Bereits während der Novemberpogrome 1938 wurden Ediths Brüder Julius und Walter Holländer verhaftet. Julius wurde als Kriegsveteran kurze Zeit später freigelassen. Walter hingegen wurde in das Konzentrationslager Sachsenhausen deportiert und im Dezember 1938 in die Niederlande ausgewiesen, wo er in einem Flüchtlingslager lebte. Erst im Dezember 1939 durfte er in die USA ausreisen. Julius gelang 1939 ebenfalls die Ausreise dorthin. Die Handelsgesellschaft B. Holländer wurde im Januar 1939 aufgelöst. Rosa Holländer durfte im März 1939 in die Niederlande ausreisen und lebte fortan im Haushalt ihrer Tochter. Sie starb am 29. Januar 1942 an Krebs und wurde auf dem Friedhof der jüdischen Gemeinde in Hoofddorp beigesetzt.

Im Mai 1940 besetzten deutsche Truppen die Niederlande. Die Besatzungsmacht führte schrittweise immer mehr antisemitische Gesetze ein. Otto Frank versuchte, die Ausreise der Familie in die USA zu organisieren, doch seine Bemühungen scheiterten. Als im Sommer 1942 die systematischen Deportationen von Juden aus den Niederlanden begannen, hatte Otto Frank bereits ein Versteck im Hinterhaus seines Bürogebäudes vorbereitet. Edith zog mit ihrer Familie in dieses enge Quartier, das zwei Jahre lang ihr Zuhause bleiben sollte.

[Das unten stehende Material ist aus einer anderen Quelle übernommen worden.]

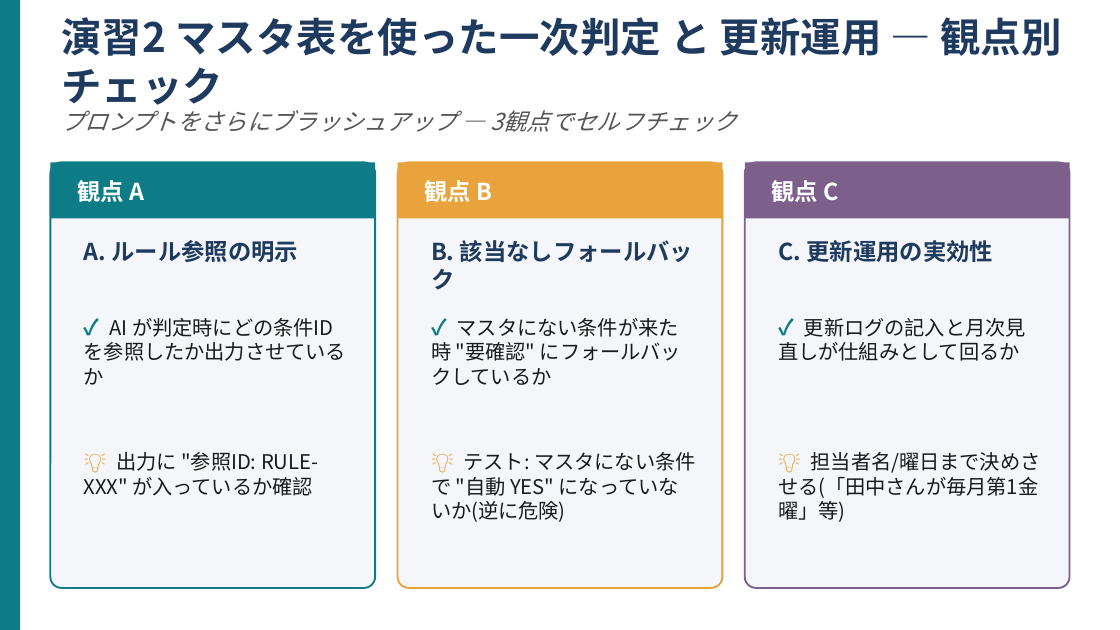
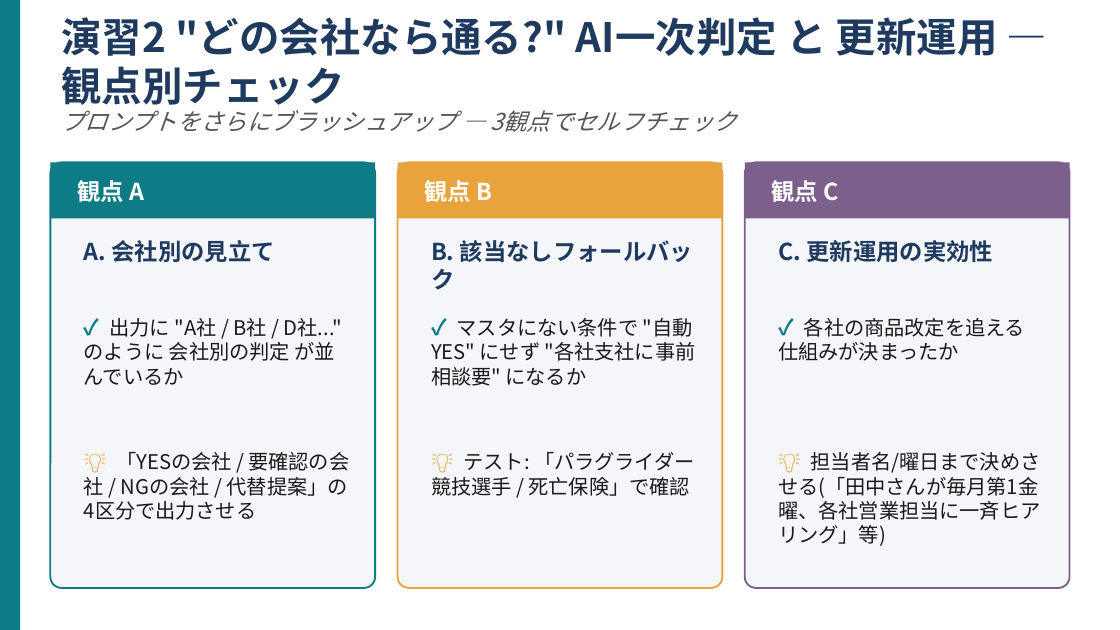
Before and after one commit to kana-story-321/github.io, a slide deck: slide 7 of lecture_pptx/out/s15/ワーク01.pptx. Drawn at 1120x630 pixels with LibreOffice and Linux fonts; fonts in the diff are those of the drawing. Boxes give left, top, right and bottom in pixels: in the first picture for what was removed or moved away, otherwise in the second. Text is boxed around its words. In the diff, an @@ line names an element or a change of style, - is before the commit and + after.

```diff
--- a/lecture_pptx/out/s15/ワーク01.pptx
+++ b/lecture_pptx/out/s15/ワーク01.pptx
@@ text at (61, 17, 998, 113): text changed @@
-演習2 マスタ表を使った一次判定 と 更新運用 — 観点別チェック
+演習2 "どの会社なら通る?" AI一次判定 と 更新運用 — 観点別チェック
@@ text at (84, 240, 275, 262): text changed @@
-A. ルール参照の明示
+A. 会社別の見立て
@@ text at (84, 318, 342, 385): text changed @@
-✓ AI が判定時にどの条件ID を参照したか出力させているか
+✓ 出力に "A社 / B社 / D社..." のように 会社別の判定 が並んでいるか
@@ text at (431, 318, 696, 386): text changed @@
-✓ マスタにない条件が来た時 "要確認" にフォールバックしているか
+✓ マスタにない条件で "自動YES" にせず "各社支社に事前相談要" になるか
@@ text at (778, 318, 1025, 361): text changed @@
-✓ 更新ログの記入と月次見直しが仕組みとして回るか
+✓ 各社の商品改定を追える仕組みが決まったか
@@ text at (84, 452, 350, 520): text changed @@
-💡 出力に "参照ID: RULE-XXX" が入っているか確認
+💡 「YESの会社 / 要確認の会社 / NGの会社 / 代替提案」の4区分で出力させる
@@ text at (431, 452, 695, 496): text changed @@
-💡 テスト: マスタにない条件で "自動 YES" になっていないか(逆に危険)
+💡 テスト: 「パラグライダー競技選手 / 死亡保険」で確認
@@ text at (778, 452, 1041, 546): text changed @@
-💡 担当者名/曜日まで決めさせる(「田中さんが毎月第1金曜」等)
+💡 担当者名/曜日まで決めさせる(「田中さんが毎月第1金曜、各社営業担当に一斉ヒアリング」等)
```
Also in this commit, not shown: 7 other slides changed, 19 other files.

Im August 1944 wurde das Versteck verraten und die Familie verhaftet. Edith Frank-Holländer wurde zunächst ins Konzentrationslager Auschwitz deportiert. Als ihre Töchter Anne und Margot im Oktober 1944 nach Bergen-Belsen verlegt wurden, blieb Edith in Auschwitz zurück. Sie starb am 6. Januar 1945 im Konzentrationslager Auschwitz-Birkenau, wenige Wochen vor der Befreiung durch die Rote Armee. Sie wurde 44 Jahre alt. Bekannt geblieben ist Edith Frank-Holländer vor allem als Mutter von Anne Frank, deren Tagebuch zu einem der meistgelesenen Zeugnisse des Holocaust wurde.